Susanne Elisabeth "Susie" Päivärinta (also Sussie, born 10 May 1964) is a Swedish singer and artist of Finnish ancestry. She scored a number of hits in the 1980s and early 1990s with the duo Lili & Susie, with her sister Lili Päivärinta. Their most famous was their 1987 song "Oh Mama" which spent six weeks in the top five of the Swedish singles chart. They also competed at Melodifestivalen 1989 and in the Eurovision Song Contest with "Okey okey". In 1990, their song What's the Colour of Love also hit the top 5. The duo reunited in 2008 and competed at Melodifestivalen 2009 with the song Show Me Heaven, which peaked at number 6 in the Swedish singles chart. Päivärinta wrote C'est la vie! It's Alright!, performed by Lucia Perez, and Diamonds, performed by Melissa, which were both featured at Eurovision Song Contest 2011. Päivärinta helped write Baby Doll by the band Top Cats, which was selected for Melodifestivalen 2012 and reached 20 on the Swedish national radio chart.

==Career==

=== Lili & Susie ===
She scored a number of hits with the duo Lili & Susie, a duo with her sister Lili Päivärinta, in the 1980s. Their 1987 song "Oh Mama" spent six weeks in the top five of the Swedish singles chart. They dissolved in 1993 and released a best-of compilation called The Collection 85-93 in 1994. The duo reunited in 2008 and competed in the Eurovision Song Contest with "Okey okey" in 1989 (5th place at Melodifestivalen 1989). The duo reunited in 2008 and competed again with Show Me Heaven in 2009 (4th place in Semifinal 2 of Melodifestivalen 2009, eliminated in "Andra chansen" round), which peaked at number 6 in the Swedish singles chart. Päivärinta and her sister reunited and went back on tour in 2013. In January 2014, they released a new video together as Lili & Susie.

=== Solo career ===
Päivärinta wrote two entries for the Spanish national selection for the Eurovision Song Contest 2011 Destino Eurovisión: C'est la vie! It's Alright!, performed by Lucia Pérez, and Diamonds, performed by Melissa. However, both were eliminated as they did not reach the top three in the jury vote. Päivärinta helped write Baby Doll by the bad Top Cats, which was selected for Melodifestivalen 2012 and reach 20 on the Swedish national radio chart.

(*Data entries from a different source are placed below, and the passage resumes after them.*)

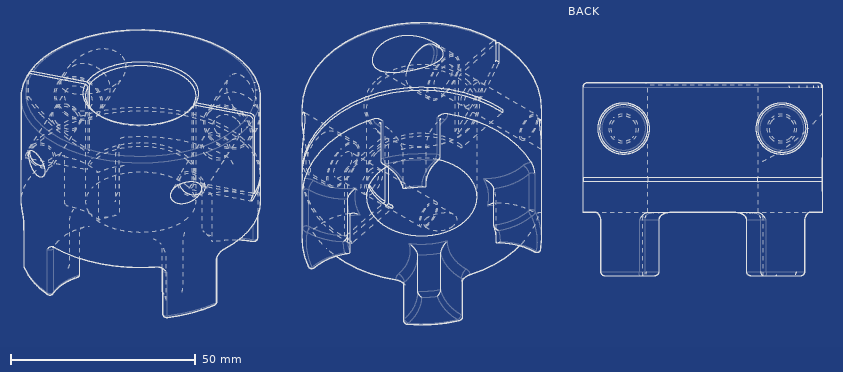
import cadquery as cq
import math

hub_radius = 32.5
hub_height = 35.2
hub_top_round = 1.3
bore_radius = 14.95
bore_chamfer = 0.7

jaw_count = 4
jaw_length = 17.3
jaw_inner_radius = 20.15
lobe_gap_radius = 15.7
lobe_gap_offset = 26.65
jaw_corner_round = 1.0
jaw_tip_round = 1.2
jaw_root_fillet = 2.0

saw_width = 1.2
flat_cut_height = 8.9
flat_cut_end_y = -2.0
split_cut_radius = 50.05
hinge_height = 26.9

screw_spacing = 42.9
screw_drop = 12.5
shank_diameter = 8.0
shank_length = 29.95
head_diameter = 13.0
head_length = 8.0
head_top_y = 18.1
head_round = 0.6
counterbore_diameter = 14.0
exit_hole_diameter = 6.8

screw_height = hub_height - screw_drop
head_seat_y = head_top_y - head_length
screw_end_y = head_seat_y - shank_length
screw_places = [-screw_spacing / 2, screw_spacing / 2]

overrun = 0.65
shoulder_tolerance = 0.05
wall_tolerance = 0.2


def y_cylinder(diameter, x, y_from, y_to):
    """A cylinder parallel to Y at screw height, reaching from one Y to a larger one."""
    start = cq.Vector(x, y_from, screw_height)
    along_y = cq.Vector(0, 1, 0)
    return cq.Workplane(cq.Solid.makeCylinder(diameter / 2, y_to - y_from, start, along_y))


def radius_of(edge):
    """How far the middle of an edge lies from the hub axis."""
    middle = edge.positionAt(0.5)
    return math.hypot(middle.x, middle.y)


def make_jaws():
    """Four separate jaws, rounded at the outer upright corners and at the tip."""
    lobe_gaps = (
        cq.Workplane("XY")
        .polarArray(lobe_gap_offset, 0, 360, jaw_count)
        .circle(lobe_gap_radius)
        .extrude(-jaw_length)
    )
    ring = cq.Workplane("XY").circle(hub_radius).circle(jaw_inner_radius).extrude(-jaw_length)
    jaws = []
    for plain_jaw in ring.cut(lobe_gaps).solids().vals():
        jaw = cq.Workplane(plain_jaw)
        upright_edges = jaw.edges("|Z").vals()
        outer_corners = [edge for edge in upright_edges if radius_of(edge) > jaw_inner_radius + overrun]
        jaw = jaw.newObject(outer_corners).fillet(jaw_corner_round)
        jaws.append(jaw.faces("<Z").edges().fillet(jaw_tip_round))
    return jaws


def fillet_jaw_roots(blank):
    """Fillet the edges where the jaws grow from the shoulder, inside the hub wall."""
    shoulder = cq.selectors.BoxSelector(
        (-hub_radius, -hub_radius, -shoulder_tolerance),
        (hub_radius, hub_radius, shoulder_tolerance),
        boundingbox=True,
    )
    nearest = bore_radius + overrun
    farthest = hub_radius - wall_tolerance
    roots = [edge for edge in blank.edges(shoulder).vals() if nearest < radius_of(edge) < farthest]
    return blank.newObject(roots).fillet(jaw_root_fillet)


def make_blank():
    """Bored hub with its jaws, before any sawing or drilling."""
    blank = cq.Workplane("XY").circle(hub_radius).extrude(hub_height)
    blank = blank.faces(">Z").edges().fillet(hub_top_round)
    blank = blank.cut(cq.Workplane("XY").circle(bore_radius).extrude(hub_height))
    bore_rim = cq.selectors.RadiusNthSelector(0)
    blank = blank.faces(">Z").edges("%CIRCLE").edges(bore_rim).chamfer(bore_chamfer)
    for jaw in make_jaws():
        blank = blank.union(jaw)
    return fillet_jaw_roots(blank)


def make_flat_cut():
    """Horizontal slot under the cap with a rounded end."""
    round_centre_y = flat_cut_end_y + saw_width / 2
    length = hub_radius + overrun - round_centre_y
    slot_end = cq.Workplane("YZ").center(round_centre_y, flat_cut_height).circle(saw_width / 2)
    slot_end = slot_end.extrude(hub_radius, both=True)
    slot = cq.Workplane("XY").box(2 * hub_radius, length, saw_width, centered=(True, False, True))
    return slot_end.union(slot.translate((0, round_centre_y, flat_cut_height)))


def make_split_cut():
    """Upright slot from the +X side; its bottom rises along the saw blade's arc to the hinge on -X."""
    bottom = flat_cut_height - saw_width / 2
    top = hub_height + overrun
    side = hub_radius + overrun
    centre_z = bottom + split_cut_radius
    arc_angle = math.acos((centre_z - hinge_height) / split_cut_radius)
    centre_x = -hub_radius + split_cut_radius * math.sin(arc_angle)
    arc_middle = (
        centre_x - split_cut_radius * math.sin(arc_angle / 2),
        centre_z - split_cut_radius * math.cos(arc_angle / 2),
    )
    return (
        cq.Workplane("XZ")
        .moveTo(-hub_radius, hinge_height)
        .threePointArc(arc_middle, (centre_x, bottom))
        .lineTo(side, bottom)
        .lineTo(side, top)
        .lineTo(-side, top)
        .lineTo(-side, hinge_height)
        .close()
        .extrude(saw_width / 2, both=True)
    )


def make_hub():
    """Hub with its hinged clamping cap and the stepped holes for the screws."""
    hub = make_blank().cut(make_flat_cut()).cut(make_split_cut())
    for x in screw_places:
        hub = hub.cut(y_cylinder(counterbore_diameter, x, head_seat_y, hub_radius))
        hub = hub.cut(y_cylinder(shank_diameter, x, screw_end_y, head_seat_y))
        hub = hub.cut(y_cylinder(exit_hole_diameter, x, -hub_radius, screw_end_y))
    return hub


def make_screw(x):
    """Cap screw whose shank fills its hole and whose head sits on the counterbore floor."""
    head = y_cylinder(head_diameter, x, head_seat_y, head_top_y)
    head = head.faces(">Y").edges().fillet(head_round)
    return head.union(y_cylinder(shank_diameter, x, screw_end_y, head_seat_y))


hub = make_hub()
screws = [make_screw(x) for x in screw_places]
result = cq.Compound.makeCompound([hub.val()] + [screw.val() for screw in screws])

She helped write I Am Somebody by Pink Pistols, which competed in Melodifestivalen 2014 and placed 7th in the second semi-final.

=== Personal life===
Päivärinta was born Susanne Päivärinta on May 10, 1964 in the Södermalm district of Stockholm, Sweden. She has been a strong proponent of animal rights since she was a child, and themes about animal rights are featured regularly in Päivärinta's music and videos. She has three children.